Selain itu, isi hadis ini dianggap tidak sejalan dengan kaidah umum dalam ajaran Islam, yakni bahwa waktu Kiamat adalah rahasia Allah SWT semata. Maka, hadis tersebut tidak bisa dijadikan dalil atau hujjah dalam urusan akidah.

Dalam Himpunan Putusan Tarjih Muhammadiyah (HPT) Jilid 1, dijelaskan bahwa persoalan akidah hanya dapat ditegakkan dengan dalil yang tegas dari Al-Qur’an atau hadis mutawatir (yang diriwayatkan oleh banyak orang dan tidak diragukan).

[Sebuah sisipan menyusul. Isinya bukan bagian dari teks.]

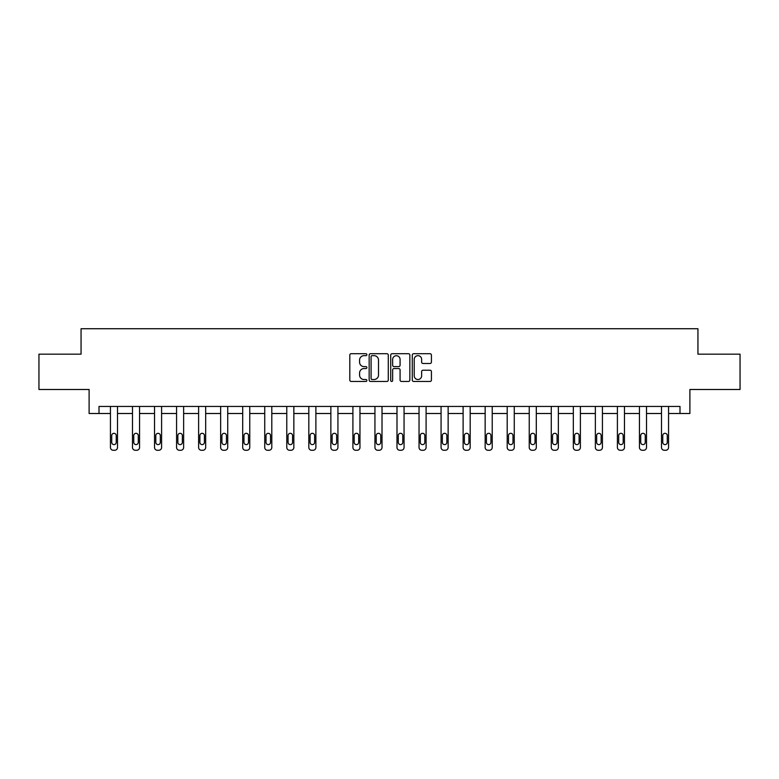 <?xml version="1.0" encoding="UTF-8"?>
<svg xmlns="http://www.w3.org/2000/svg" width="779" height="779" viewBox="0 0 779 779"><rect width="100%" height="100%" fill="white"/><g stroke="black" fill="none" stroke-linecap="round" stroke-linejoin="round"><path stroke-width="1.17" d="M366.89 354.688A0.974 0.974 0 0 0 365.926 353.715L351.183 353.715A1.383 1.383 0 0 0 349.8 355.107L349.8 380.064A1.383 1.383 0 0 0 351.183 381.457L365.926 381.457A0.974 0.974 0 0 0 366.89 380.483A0.974 0.974 0 0 0 365.926 379.509L364.017 379.509A4.44 4.44 0 0 1 359.577 375.079L359.577 372.995A4.44 4.44 0 0 1 364.017 368.555L365.926 368.555A0.974 0.974 0 0 0 366.89 367.581A0.974 0.974 0 0 0 365.926 366.617L364.017 366.617A4.44 4.44 0 0 1 359.577 362.177L359.577 360.093A4.44 4.44 0 0 1 364.017 355.662L365.926 355.662A0.974 0.974 0 0 0 366.89 354.688M430.027 363.491A1.383 1.383 0 0 0 431.42 362.108L431.42 355.107A1.383 1.383 0 0 0 430.027 353.715L413.668 353.715A1.383 1.383 0 0 0 412.276 355.107L412.276 380.064A1.383 1.383 0 0 0 413.668 381.457L430.027 381.457A1.383 1.383 0 0 0 431.42 380.064L431.42 371.602A1.383 1.383 0 0 0 430.027 370.22L423.026 370.22A1.383 1.383 0 0 0 421.643 371.602L421.643 375.799A3.71 3.71 0 0 1 417.933 379.509A3.71 3.71 0 0 1 414.224 375.799L414.224 359.372A3.71 3.71 0 0 1 417.933 355.662A3.71 3.71 0 0 1 421.643 359.372L421.643 362.108A1.383 1.383 0 0 0 423.026 363.491L430.027 363.491M99.001 413.503L99.001 406.443L679.999 406.443L679.999 413.503L689.892 413.503L689.892 389.49L740.05 389.49L740.05 354.163L697.945 354.163L697.945 328.728L81.055 328.728L81.055 354.163L38.95 354.163L38.95 389.49L89.108 389.49L89.108 413.503L110.443 413.503L110.443 447.448A2.824 2.824 0 0 0 113.267 450.272L114.688 450.272A2.824 2.824 0 0 0 117.512 447.448L117.512 413.503L132.488 413.503L132.488 447.448A2.824 2.824 0 0 0 135.312 450.272L136.724 450.272A2.824 2.824 0 0 0 139.548 447.448L139.548 413.503L154.524 413.503L154.524 447.448A2.824 2.824 0 0 0 157.358 450.272L158.77 450.272A2.824 2.824 0 0 0 161.594 447.448L161.594 413.503L176.57 413.503L176.57 447.448A2.824 2.824 0 0 0 179.394 450.272L180.806 450.272A2.824 2.824 0 0 0 183.64 447.448L183.64 413.503L198.616 413.503L198.616 447.448A2.824 2.824 0 0 0 201.44 450.272L202.852 450.272A2.824 2.824 0 0 0 205.675 447.448L205.675 413.503L220.652 413.503L220.652 447.448A2.824 2.824 0 0 0 223.476 450.272L224.897 450.272A2.824 2.824 0 0 0 227.721 447.448L227.721 413.503L242.697 413.503L242.697 447.448A2.824 2.824 0 0 0 245.521 450.272L246.933 450.272A2.824 2.824 0 0 0 249.757 447.448L249.757 406.443M388.283 355.107A1.383 1.383 0 0 0 386.9 353.715L370.531 353.715A1.383 1.383 0 0 0 369.149 355.107L369.149 380.064A1.383 1.383 0 0 0 370.531 381.457L386.9 381.457A1.383 1.383 0 0 0 388.283 380.064L388.283 355.107M392.1 353.715L408.469 353.715A1.383 1.383 0 0 1 409.851 355.107L409.851 380.064A1.383 1.383 0 0 1 408.469 381.457L401.458 381.457A1.383 1.383 0 0 1 400.075 380.064L400.075 369.947A1.383 1.383 0 0 0 398.692 368.555L394.038 368.555A1.383 1.383 0 0 0 392.655 369.947L392.655 380.483A0.974 0.974 0 0 1 391.681 381.457A0.974 0.974 0 0 1 390.717 380.483L390.717 355.107A1.383 1.383 0 0 1 392.1 353.715M249.757 447.448L249.757 413.503L264.733 413.503L264.733 447.448A2.824 2.824 0 0 0 267.567 450.272L268.979 450.272A2.824 2.824 0 0 0 271.803 447.448L271.803 406.443M271.803 447.448L271.803 413.503L286.779 413.503L286.779 447.448A2.824 2.824 0 0 0 289.603 450.272L291.015 450.272A2.824 2.824 0 0 0 293.849 447.448L293.849 406.443M293.849 447.448L293.849 413.503L308.825 413.503L308.825 447.448A2.824 2.824 0 0 0 311.649 450.272L313.061 450.272A2.824 2.824 0 0 0 315.885 447.448L315.885 406.443M315.885 447.448L315.885 413.503L330.861 413.503L330.861 447.448A2.824 2.824 0 0 0 333.685 450.272L335.106 450.272A2.824 2.824 0 0 0 337.93 447.448L337.93 406.443M337.93 447.448L337.93 413.503L352.906 413.503L352.906 447.448A2.824 2.824 0 0 0 355.73 450.272L357.142 450.272A2.824 2.824 0 0 0 359.966 447.448L359.966 406.443M359.966 447.448L359.966 413.503L374.942 413.503L374.942 447.448A2.824 2.824 0 0 0 377.776 450.272L379.188 450.272A2.824 2.824 0 0 0 382.012 447.448L382.012 406.443M382.012 447.448L382.012 413.503L396.988 413.503L396.988 447.448A2.824 2.824 0 0 0 399.812 450.272L401.224 450.272A2.824 2.824 0 0 0 404.058 447.448L404.058 406.443M404.058 447.448L404.058 413.503L419.034 413.503L419.034 447.448A2.824 2.824 0 0 0 421.858 450.272L423.27 450.272A2.824 2.824 0 0 0 426.094 447.448L426.094 406.443M426.094 447.448L426.094 413.503L441.07 413.503L441.07 447.448A2.824 2.824 0 0 0 443.894 450.272L445.315 450.272A2.824 2.824 0 0 0 448.139 447.448L448.139 406.443M448.139 447.448L448.139 413.503L463.115 413.503L463.115 447.448A2.824 2.824 0 0 0 465.939 450.272L467.351 450.272A2.824 2.824 0 0 0 470.175 447.448L470.175 406.443M470.175 447.448L470.175 413.503L485.151 413.503L485.151 447.448A2.824 2.824 0 0 0 487.985 450.272L489.397 450.272A2.824 2.824 0 0 0 492.221 447.448L492.221 406.443M492.221 447.448L492.221 413.503L507.197 413.503L507.197 447.448A2.824 2.824 0 0 0 510.021 450.272L511.433 450.272A2.824 2.824 0 0 0 514.267 447.448L514.267 406.443M514.267 447.448L514.267 413.503L529.243 413.503L529.243 447.448A2.824 2.824 0 0 0 532.067 450.272L533.479 450.272A2.824 2.824 0 0 0 536.303 447.448L536.303 406.443M536.303 447.448L536.303 413.503L551.279 413.503L551.279 447.448A2.824 2.824 0 0 0 554.103 450.272L555.524 450.272A2.824 2.824 0 0 0 558.348 447.448L558.348 406.443M558.348 447.448L558.348 413.503L573.325 413.503L573.325 447.448A2.824 2.824 0 0 0 576.148 450.272L577.56 450.272A2.824 2.824 0 0 0 580.384 447.448L580.384 406.443M580.384 447.448L580.384 413.503L595.36 413.503L595.36 447.448A2.824 2.824 0 0 0 598.194 450.272L599.606 450.272A2.824 2.824 0 0 0 602.43 447.448L602.43 413.503L617.406 413.503L617.406 447.448A2.824 2.824 0 0 0 620.23 450.272L621.642 450.272A2.824 2.824 0 0 0 624.476 447.448L624.476 413.503L639.452 413.503L639.452 447.448A2.824 2.824 0 0 0 642.276 450.272L643.688 450.272A2.824 2.824 0 0 0 646.512 447.448L646.512 413.503L661.488 413.503L661.488 447.448A2.824 2.824 0 0 0 664.312 450.272L665.733 450.272A2.824 2.824 0 0 0 668.557 447.448L668.557 413.503L679.999 413.503M372.06 355.662A0.974 0.974 0 0 0 371.086 356.626L371.086 378.545A0.974 0.974 0 0 0 372.06 379.509L374.066 379.509A4.44 4.44 0 0 0 378.506 375.079L378.506 360.093A4.44 4.44 0 0 0 374.066 355.662L372.06 355.662M400.075 359.44A3.71 3.71 0 0 0 396.365 355.73A3.71 3.71 0 0 0 392.655 359.44L392.655 365.224A1.383 1.383 0 0 0 394.038 366.617L398.692 366.617A1.383 1.383 0 0 0 400.075 365.224L400.075 359.44M117.512 406.443L117.512 447.448M110.443 406.443L110.443 447.448M116.237 442.355A2.259 2.259 0 0 1 113.977 444.614A2.259 2.259 0 0 1 111.718 442.355L111.718 435.578A2.259 2.259 0 0 1 113.977 433.319A2.259 2.259 0 0 1 116.237 435.578L116.237 442.355M113.267 450.272L114.688 450.272M139.548 406.443L139.548 447.448M132.488 406.443L132.488 447.448M138.282 442.355A2.259 2.259 0 0 1 136.023 444.614A2.259 2.259 0 0 1 133.754 442.355L133.754 435.578A2.259 2.259 0 0 1 136.023 433.319A2.259 2.259 0 0 1 138.282 435.578L138.282 442.355M135.312 450.272L136.724 450.272M161.594 406.443L161.594 447.448M154.524 406.443L154.524 447.448M160.318 442.355A2.259 2.259 0 0 1 158.059 444.614A2.259 2.259 0 0 1 155.8 442.355L155.8 435.578A2.259 2.259 0 0 1 158.059 433.319A2.259 2.259 0 0 1 160.318 435.578L160.318 442.355M157.358 450.272L158.77 450.272M183.64 406.443L183.64 447.448M176.57 406.443L176.57 447.448M182.364 442.355A2.259 2.259 0 0 1 180.105 444.614A2.259 2.259 0 0 1 177.846 442.355L177.846 435.578A2.259 2.259 0 0 1 180.105 433.319A2.259 2.259 0 0 1 182.364 435.578L182.364 442.355M179.394 450.272L180.806 450.272M205.675 406.443L205.675 447.448M198.616 406.443L198.616 447.448M204.41 442.355A2.259 2.259 0 0 1 202.141 444.614A2.259 2.259 0 0 1 199.882 442.355L199.882 435.578A2.259 2.259 0 0 1 202.141 433.319A2.259 2.259 0 0 1 204.41 435.578L204.41 442.355M201.44 450.272L202.852 450.272M227.721 406.443L227.721 447.448M220.652 406.443L220.652 447.448M226.446 442.355A2.259 2.259 0 0 1 224.186 444.614A2.259 2.259 0 0 1 221.927 442.355L221.927 435.578A2.259 2.259 0 0 1 224.186 433.319A2.259 2.259 0 0 1 226.446 435.578L226.446 442.355M223.476 450.272L224.897 450.272M242.697 406.443L242.697 447.448M248.491 442.355A2.259 2.259 0 0 1 246.232 444.614A2.259 2.259 0 0 1 243.963 442.355L243.963 435.578A2.259 2.259 0 0 1 246.232 433.319A2.259 2.259 0 0 1 248.491 435.578L248.491 442.355M264.733 406.443L264.733 447.448M270.527 442.355A2.259 2.259 0 0 1 268.268 444.614A2.259 2.259 0 0 1 266.009 442.355L266.009 435.578A2.259 2.259 0 0 1 268.268 433.319A2.259 2.259 0 0 1 270.527 435.578L270.527 442.355M286.779 406.443L286.779 447.448M292.573 442.355A2.259 2.259 0 0 1 290.314 444.614A2.259 2.259 0 0 1 288.055 442.355L288.055 435.578A2.259 2.259 0 0 1 290.314 433.319A2.259 2.259 0 0 1 292.573 435.578L292.573 442.355M308.825 406.443L308.825 447.448M314.619 442.355A2.259 2.259 0 0 1 312.35 444.614A2.259 2.259 0 0 1 310.091 442.355L310.091 435.578A2.259 2.259 0 0 1 312.35 433.319A2.259 2.259 0 0 1 314.619 435.578L314.619 442.355M330.861 406.443L330.861 447.448M336.655 442.355A2.259 2.259 0 0 1 334.395 444.614A2.259 2.259 0 0 1 332.136 442.355L332.136 435.578A2.259 2.259 0 0 1 334.395 433.319A2.259 2.259 0 0 1 336.655 435.578L336.655 442.355M352.906 406.443L352.906 447.448M358.7 442.355A2.259 2.259 0 0 1 356.441 444.614A2.259 2.259 0 0 1 354.172 442.355L354.172 435.578A2.259 2.259 0 0 1 356.441 433.319A2.259 2.259 0 0 1 358.7 435.578L358.7 442.355M374.942 406.443L374.942 447.448M380.736 442.355A2.259 2.259 0 0 1 378.477 444.614A2.259 2.259 0 0 1 376.218 442.355L376.218 435.578A2.259 2.259 0 0 1 378.477 433.319A2.259 2.259 0 0 1 380.736 435.578L380.736 442.355M396.988 406.443L396.988 447.448M402.782 442.355A2.259 2.259 0 0 1 400.523 444.614A2.259 2.259 0 0 1 398.264 442.355L398.264 435.578A2.259 2.259 0 0 1 400.523 433.319A2.259 2.259 0 0 1 402.782 435.578L402.782 442.355M419.034 406.443L419.034 447.448M424.828 442.355A2.259 2.259 0 0 1 422.559 444.614A2.259 2.259 0 0 1 420.3 442.355L420.3 435.578A2.259 2.259 0 0 1 422.559 433.319A2.259 2.259 0 0 1 424.828 435.578L424.828 442.355M441.07 406.443L441.07 447.448M446.864 442.355A2.259 2.259 0 0 1 444.605 444.614A2.259 2.259 0 0 1 442.345 442.355L442.345 435.578A2.259 2.259 0 0 1 444.605 433.319A2.259 2.259 0 0 1 446.864 435.578L446.864 442.355M463.115 406.443L463.115 447.448M468.909 442.355A2.259 2.259 0 0 1 466.65 444.614A2.259 2.259 0 0 1 464.381 442.355L464.381 435.578A2.259 2.259 0 0 1 466.65 433.319A2.259 2.259 0 0 1 468.909 435.578L468.909 442.355M485.151 406.443L485.151 447.448M490.945 442.355A2.259 2.259 0 0 1 488.686 444.614A2.259 2.259 0 0 1 486.427 442.355L486.427 435.578A2.259 2.259 0 0 1 488.686 433.319A2.259 2.259 0 0 1 490.945 435.578L490.945 442.355M507.197 406.443L507.197 447.448M512.991 442.355A2.259 2.259 0 0 1 510.732 444.614A2.259 2.259 0 0 1 508.473 442.355L508.473 435.578A2.259 2.259 0 0 1 510.732 433.319A2.259 2.259 0 0 1 512.991 435.578L512.991 442.355M529.243 406.443L529.243 447.448M535.037 442.355A2.259 2.259 0 0 1 532.768 444.614A2.259 2.259 0 0 1 530.509 442.355L530.509 435.578A2.259 2.259 0 0 1 532.768 433.319A2.259 2.259 0 0 1 535.037 435.578L535.037 442.355M551.279 406.443L551.279 447.448M557.073 442.355A2.259 2.259 0 0 1 554.814 444.614A2.259 2.259 0 0 1 552.554 442.355L552.554 435.578A2.259 2.259 0 0 1 554.814 433.319A2.259 2.259 0 0 1 557.073 435.578L557.073 442.355M573.325 406.443L573.325 447.448M579.118 442.355A2.259 2.259 0 0 1 576.859 444.614A2.259 2.259 0 0 1 574.59 442.355L574.59 435.578A2.259 2.259 0 0 1 576.859 433.319A2.259 2.259 0 0 1 579.118 435.578L579.118 442.355M245.521 450.272L246.933 450.272M267.567 450.272L268.979 450.272M289.603 450.272L291.015 450.272M311.649 450.272L313.061 450.272M333.685 450.272L335.106 450.272M355.73 450.272L357.142 450.272M377.776 450.272L379.188 450.272M399.812 450.272L401.224 450.272M421.858 450.272L423.27 450.272M443.894 450.272L445.315 450.272M465.939 450.272L467.351 450.272M487.985 450.272L489.397 450.272M510.021 450.272L511.433 450.272M532.067 450.272L533.479 450.272M554.103 450.272L555.524 450.272M576.148 450.272L577.56 450.272M602.43 406.443L602.43 447.448M595.36 406.443L595.36 447.448M601.154 442.355A2.259 2.259 0 0 1 598.895 444.614A2.259 2.259 0 0 1 596.636 442.355L596.636 435.578A2.259 2.259 0 0 1 598.895 433.319A2.259 2.259 0 0 1 601.154 435.578L601.154 442.355M598.194 450.272L599.606 450.272M624.476 406.443L624.476 447.448M617.406 406.443L617.406 447.448M623.2 442.355A2.259 2.259 0 0 1 620.941 444.614A2.259 2.259 0 0 1 618.682 442.355L618.682 435.578A2.259 2.259 0 0 1 620.941 433.319A2.259 2.259 0 0 1 623.2 435.578L623.2 442.355M620.23 450.272L621.642 450.272M646.512 406.443L646.512 447.448M639.452 406.443L639.452 447.448M645.246 442.355A2.259 2.259 0 0 1 642.977 444.614A2.259 2.259 0 0 1 640.718 442.355L640.718 435.578A2.259 2.259 0 0 1 642.977 433.319A2.259 2.259 0 0 1 645.246 435.578L645.246 442.355M642.276 450.272L643.688 450.272M668.557 406.443L668.557 447.448M661.488 406.443L661.488 447.448M667.282 442.355A2.259 2.259 0 0 1 665.023 444.614A2.259 2.259 0 0 1 662.763 442.355L662.763 435.578A2.259 2.259 0 0 1 665.023 433.319A2.259 2.259 0 0 1 667.282 435.578L667.282 442.355M664.312 450.272L665.733 450.272"/></g></svg>

Karena hadis tentang Baitul Maqdis ini lemah, maka tidak dapat dijadikan landasan keyakinan.

Majalah Suara Muhammadiyah edisi No. 7 Tahun 2009 juga menegaskan bahwa dalam hal keimanan kepada tanda-tanda Kiamat, Muhammadiyah hanya mengakui yang bersumber dari dalil-dalil sahih dan mutawatir.

Allah dengan tegas menjelaskan dalam Al-Qur’an, Surah Al-A’raf ayat 187:

"Mereka menanyakan kepadamu (Muhammad) tentang Kiamat, 'Kapan terjadi?' Katakanlah, 'Sesungguhnya pengetahuan tentang Kiamat itu ada pada Tuhanku; tidak ada (seorang pun) yang dapat menjelaskan waktu terjadinya selain Dia'."

Ayat ini menegaskan bahwa tidak ada seorang pun, termasuk Nabi, yang mengetahui kapan Kiamat akan datang.

Semua makhluk hanya diperintahkan untuk beriman, beramal saleh, dan mempersiapkan diri, bukan menebak-nebak waktunya.

Oleh karena itu, mengaitkan kemerdekaan Palestina dengan tanda-tanda Kiamat bukanlah pemahaman yang tepat. Kemenangan rakyat Palestina adalah bagian dari perjuangan kemanusiaan dan keadilan, bukan sinyal akhir zaman.

Demikian itu jawaban atas spekulasi Palestina merdeka sebagai tanda akhir zaman. Kiamat adalah urusan Allah. Ia akan datang sesuai kehendak-Nya, tanpa pertanda politik atau militer apa pun.